You want to hope, as much as you hate to hope. Because hope is painful more often than it is joyful, despite what capitalism would have you believe when they try to sell you those pretty but generic motivational plaques, white-painted wood with elegant cursive black letters, forty-nine ninety-nine to make you feel all better. Hang it on the wall, in the living room perhaps, next to the matching one you should buy to proclaim that “Family Lives Here”, as if you couldn’t possibly recall who resides in your household without purchasing the reminder.
Hope is a sinking dread in your chest, despite the title of that movie you never watched that claims it floats. You wonder if you should watch the film, now that you’re an adult and not quite so allergic to anything mainstream, but honestly, you still aren’t much for hope and happy endings, or the movies that probably get to those happy endings by dealing with problems that are all too real.
You prefer your problems fantastical, allegorical, viewed through a lens of magic and folklore and adrenaline, problems you will never encounter in real life but can look at and use to relate to the universal sense of struggle that entangles us all from day to day. You prefer your endings…not simple, precisely, but clear. Black-and-white even if they are written so as to appear gray, because you, you know the truth: It was the only ending possible, and it is not open for interpretation no matter what the literary theorists say.
Your belief in decisive endings is why you never liked those Choose Your Own Adventure stories, because what good is a story and an ending if both are mutable and therefore false? Yes, there are a hundred thousand ways the world might unfold but we do not live in a complex multiverse of infinite rewritings, we live in this world, the singular one where there are no do-overs, no editing passes, no quiet hidings of the stories too dark to share with the world.

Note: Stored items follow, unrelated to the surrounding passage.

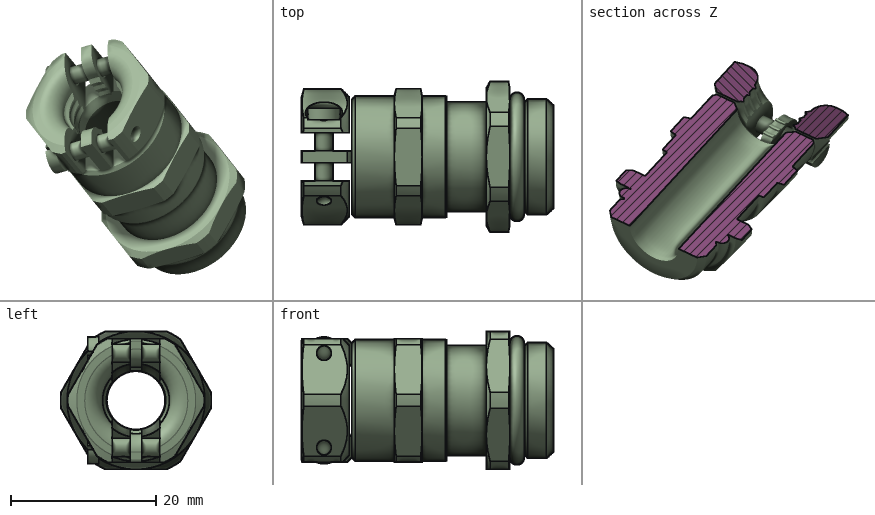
import cadquery as cq
import math

LENGTH = 34.71

BORE_R = 8.0 / 2
TOOTH_CREST_R = 8.2 / 2
TOOTH_ROOT_R = 4.4
MOUTH_R = 7.1
MOUTH_THROAT_R = 4.6
INLET_R = 10.1 / 2
MOUTH_DEPTH = MOUTH_R - MOUTH_THROAT_R
TOOTH_PITCH = 1.5
TOOTH_RAMP = 0.5
TOOTH_LAND = 0.25
TOOTH_COUNT = 3
INLET_LENGTH = 0.9

NUT_FLATS = 17.0
NUT_CORNER_R = 18.76 / 2
CLAMP_FACE_R = 8.2
CLAMP_FRONT_CHAMFER = 0.33
CLAMP_END = 6.61
NUT_FACE = 6.92
NUT_FACE_R = 7.9
CLAMP_CONE_START = NUT_FACE - (NUT_CORNER_R - NUT_FACE_R)
NUT_R = 16.8 / 2
NUT_HEX_START = 12.77
NUT_HEX_END = 16.62
NUT_HEX_FRONT_CHAMFER = 0.27
NUT_HEX_BACK_CHAMFER = 0.2
NUT_END = 20.03
NUT_END_CHAMFER = 0.25
NUT_END_R = 8.3

NECK_R = 15.2 / 2
BODY_FLATS = 19.0
BODY_CORNER_R = 20.79 / 2
BODY_HEX_START = 25.46
BODY_HEX_END = 28.68
BODY_HEX_FRONT_CHAMFER = 0.52
BODY_HEX_BACK_CHAMFER = 0.17
THREAD_R = 16.0 / 2
THREAD_ROOT_R = 7.55
THREAD_LEAD_IN = THREAD_R - THREAD_ROOT_R
THREAD_TIP_R = 7.1
THREAD_TIP_CHAMFER = 0.97

RING_SECTION_R = 1.0
RING_CENTRE_R = 7.9
RING_THREAD_GAP = 0.05
RING_CENTRE_X = BODY_HEX_END + RING_SECTION_R
THREAD_START = RING_CENTRE_X + RING_SECTION_R + RING_THREAD_GAP

SLOT_WIDTH = 6.6
TAB_WIDTH = 1.64
SCREW_X = 3.1
SCREW_HEIGHTS = (-6.5, 6.5)
SCREW_D = 2.5
SCREW_TIP_Y = -4.7
SCREW_TAPPED_D = 2.01
SCREW_CLEARANCE_D = 2.9
HEAD_D = 4.5
HEAD_SEAT_Y = 5.12
HEAD_HEIGHT = 1.55
DRIVE_SLOT_WIDTH = 0.55
DRIVE_SLOT_DEPTH = 0.8
SPOTFACE_D = 5.1


def revolved(points):
    """Solid of revolution about the X axis from (x, radius) points."""
    return cq.Workplane("XY").polyline(points).close().revolve(360, (0, 0, 0), (1, 0, 0))


def hexagon(start, end, flats, turned_profile):
    """Hexagonal prism along X with flats on +Z and -Z, trimmed by a turned profile."""
    across_corners = flats / math.cos(math.pi / 6)
    prism = cq.Workplane("YZ").workplane(offset=start).polygon(6, across_corners).extrude(end - start)
    return prism.intersect(revolved(turned_profile))


def rod(diameter, y_start, y_end, z):
    """Cylinder along Y on the screw axis at height z."""
    return (
        cq.Workplane("XZ", origin=(SCREW_X, y_start, z))
        .circle(diameter / 2)
        .extrude(y_start - y_end)
    )


def clamp_blank():
    """Turned hexagon of the clamp; its 45 degree rear cone runs down to the nut face."""
    profile = [
        (0, 0),
        (0, CLAMP_FACE_R),
        (CLAMP_FRONT_CHAMFER, NUT_CORNER_R),
        (CLAMP_CONE_START, NUT_CORNER_R),
        (NUT_FACE, NUT_FACE_R),
        (NUT_FACE, 0),
    ]
    return hexagon(0, NUT_FACE, NUT_FLATS, profile)


def nut():
    """Turned nut with a hexagon around its middle."""
    turned = revolved([
        (NUT_FACE, 0),
        (NUT_FACE, NUT_FACE_R),
        (NUT_FACE + NUT_R - NUT_FACE_R, NUT_R),
        (NUT_END - NUT_END_CHAMFER, NUT_R),
        (NUT_END, NUT_END_R),
        (NUT_END, 0),
    ])
    profile = [
        (NUT_HEX_START, 0),
        (NUT_HEX_START, NUT_R),
        (NUT_HEX_START + NUT_HEX_FRONT_CHAMFER, NUT_CORNER_R),
        (NUT_HEX_END - NUT_HEX_BACK_CHAMFER, NUT_CORNER_R),
        (NUT_HEX_END, NUT_R),
        (NUT_HEX_END, 0),
    ]
    return turned.union(hexagon(NUT_HEX_START, NUT_HEX_END, NUT_FLATS, profile))


def body():
    """Neck, hexagonal collar, sealing ring and threaded end."""
    neck = revolved([(NUT_END, 0), (NUT_END, NECK_R), (BODY_HEX_START, NECK_R), (BODY_HEX_START, 0)])
    profile = [
        (BODY_HEX_START, 0),
        (BODY_HEX_START, BODY_FLATS / 2),
        (BODY_HEX_START + BODY_HEX_FRONT_CHAMFER, BODY_CORNER_R),
        (BODY_HEX_END - BODY_HEX_BACK_CHAMFER, BODY_CORNER_R),
        (BODY_HEX_END, BODY_FLATS / 2),
        (BODY_HEX_END, 0),
    ]
    collar = hexagon(BODY_HEX_START, BODY_HEX_END, BODY_FLATS, profile)
    ring_and_thread = (
        cq.Workplane("XY")
        .moveTo(BODY_HEX_END, 0)
        .lineTo(BODY_HEX_END, RING_CENTRE_R)
        .threePointArc(
            (RING_CENTRE_X, RING_CENTRE_R + RING_SECTION_R),
            (RING_CENTRE_X + RING_SECTION_R, RING_CENTRE_R),
        )
        .lineTo(RING_CENTRE_X + RING_SECTION_R, THREAD_ROOT_R)
        .lineTo(THREAD_START, THREAD_ROOT_R)
        .lineTo(THREAD_START + THREAD_LEAD_IN, THREAD_R)
        .lineTo(LENGTH - THREAD_TIP_CHAMFER, THREAD_R)
        .lineTo(LENGTH, THREAD_TIP_R)
        .lineTo(LENGTH, 0)
        .close()
        .revolve(360, (0, 0, 0), (1, 0, 0))
    )
    return neck.union(collar).union(ring_and_thread)


def bore():
    """Bell mouth, ratchet-shaped clamping teeth, flared nut inlet and straight bore."""
    arc_mid = math.sqrt(0.5) * MOUTH_DEPTH
    profile = (
        cq.Workplane("XY")
        .moveTo(0, 0)
        .lineTo(0, MOUTH_R)
        .threePointArc(
            (MOUTH_DEPTH - arc_mid, MOUTH_R - arc_mid),
            (MOUTH_DEPTH, MOUTH_THROAT_R),
        )
    )
    for i in range(TOOTH_COUNT):
        ramp_end = MOUTH_DEPTH + TOOTH_RAMP + i * TOOTH_PITCH
        crest_end = ramp_end + TOOTH_LAND
        profile = profile.lineTo(ramp_end, TOOTH_CREST_R).lineTo(crest_end, TOOTH_CREST_R)
        profile = profile.lineTo(crest_end, TOOTH_ROOT_R)
        if i < TOOTH_COUNT - 1:
            profile = profile.lineTo(ramp_end + TOOTH_PITCH - TOOTH_RAMP, TOOTH_ROOT_R)
    return (
        profile.lineTo(NUT_FACE, INLET_R)
        .lineTo(NUT_FACE + INLET_LENGTH, BORE_R)
        .lineTo(LENGTH, BORE_R)
        .lineTo(LENGTH, 0)
        .close()
        .revolve(360, (0, 0, 0), (1, 0, 0))
    )


def block(y_start, y_end, x_end):
    """Box from X = 0 to x_end, spanning the given Y range and the full clamp height."""
    box = cq.Workplane("XY").box(x_end, y_end - y_start, 2 * NUT_CORNER_R, centered=False)
    return box.translate((0, y_start, -NUT_CORNER_R))


def screw(z):
    """Slotted cheese-head screw along Y."""
    shank = rod(SCREW_D, SCREW_TIP_Y, HEAD_SEAT_Y, z)
    head_top = HEAD_SEAT_Y + HEAD_HEIGHT
    head = rod(HEAD_D, HEAD_SEAT_Y, head_top, z)
    cutter = cq.Workplane("XY").box(2 * HEAD_D, 2 * DRIVE_SLOT_DEPTH, DRIVE_SLOT_WIDTH)
    return shank.union(head).cut(cutter.translate((SCREW_X, head_top, z)))


def threaded_clamp_half():
    """Half on the -Y side: each hole narrows where the screw tip ends."""
    half = drilled_clamp.intersect(block(-NUT_CORNER_R, -SLOT_WIDTH / 2, CLAMP_END))
    for z in SCREW_HEIGHTS:
        half = half.cut(rod(SCREW_D, SCREW_TIP_Y, 0, z))
        half = half.cut(rod(SCREW_TAPPED_D, -NUT_CORNER_R, SCREW_TIP_Y, z))
    return half


def head_clamp_half():
    """Half on the +Y side: clearance holes with spotfaces that seat the screw heads."""
    half = drilled_clamp.intersect(block(SLOT_WIDTH / 2, NUT_CORNER_R, CLAMP_END))
    for z in SCREW_HEIGHTS:
        half = half.cut(rod(SCREW_CLEARANCE_D, 0, HEAD_SEAT_Y, z))
        half = half.cut(rod(SPOTFACE_D, HEAD_SEAT_Y, NUT_CORNER_R, z))
    return half


def centre_tabs():
    """Upper and lower tabs between the clamp halves, joined to the nut face."""
    tabs = drilled_clamp.intersect(block(-TAB_WIDTH / 2, TAB_WIDTH / 2, NUT_FACE))
    for z in SCREW_HEIGHTS:
        tabs = tabs.cut(rod(SCREW_CLEARANCE_D, -TAB_WIDTH, TAB_WIDTH, z))
    return tabs


gland_bore = bore()
drilled_clamp = clamp_blank().cut(gland_bore)
gland = nut().union(body()).cut(gland_bore).union(centre_tabs())
threaded_half = threaded_clamp_half()
head_half = head_clamp_half()
screws = [screw(z) for z in SCREW_HEIGHTS]

result = cq.Compound.makeCompound(
    [gland.val(), threaded_half.val(), head_half.val(), *[item.val() for item in screws]]
)

The events that unfold here are irrevocable, immutable, and perhaps to those more accustomed to playing God with words this fact is especially difficult for us to accept. To be so powerful in the microcosm of our own making, and so powerless in the macrocosm of reality. To know the answers as we craft a world, only to be left questioning in the one we live in.
But you weren’t thinking of that, you remember, you were thinking of hope. Of how you hope for a better world that you don’t believe in. How maybe you don’t have all the answers for your own stories after all because you keep trying to find the answer to that one, the one that asks how you take the good you find in individual people, in those who care for their friends and their neighbors and their communities, and turn that outward across a mass of greed and selfishness.
You ask how you are to hope when, though the people you surround yourself with are kind and compassionate, atrocities still scar the planet. And even that word, atrocity, feels too inadequate a descriptor because it has seen too much use of late and its prevalence has lessened its impact. You ask how you are to hope when, though humanity as a whole does not feel like the awful creature it is depicted as, the structures put in place to govern humanity seem only intent on destroying it.
You wonder how hatred and bigotry seem always to rise to the top of a political structure, as if they are powered by an engine that requires no fuel, no rest, and no maintenance, while compassion is so easily stretched thin, past the breaking point, trod underfoot and forgotten. There is an idiom you always hated, the one about one rotten apple ruining the bunch, and you wonder now if you hated it because even in your infancy you understood how true it was.
But unlike with apples, the world seems to have failed to discover how to throw out its rotten people. And isn’t that the answer you’re looking for? The one you keep trying to find in your little make-believe worlds with your little make-believe people? A way to get rid of the rotten ones. A way to believe that humanity can be better, can be made better, can stay better.
So you see, it isn’t all about playing God, after all. It’s about—dare you say it?—hope. Because that is where you find yours—in your own stories and in others. In this place where people have the time and the clarity to show you what they are, what you are, and you can listen and share and learn.
For a little while, disappearing into those worlds, you can not feel so alone. For a little while, you can imagine that hope will be what it was meant to be, a joy instead of a hurt. For a little while, you can rest.
So rest, because tomorrow you wake again, and the ending of the world hasn’t yet been written.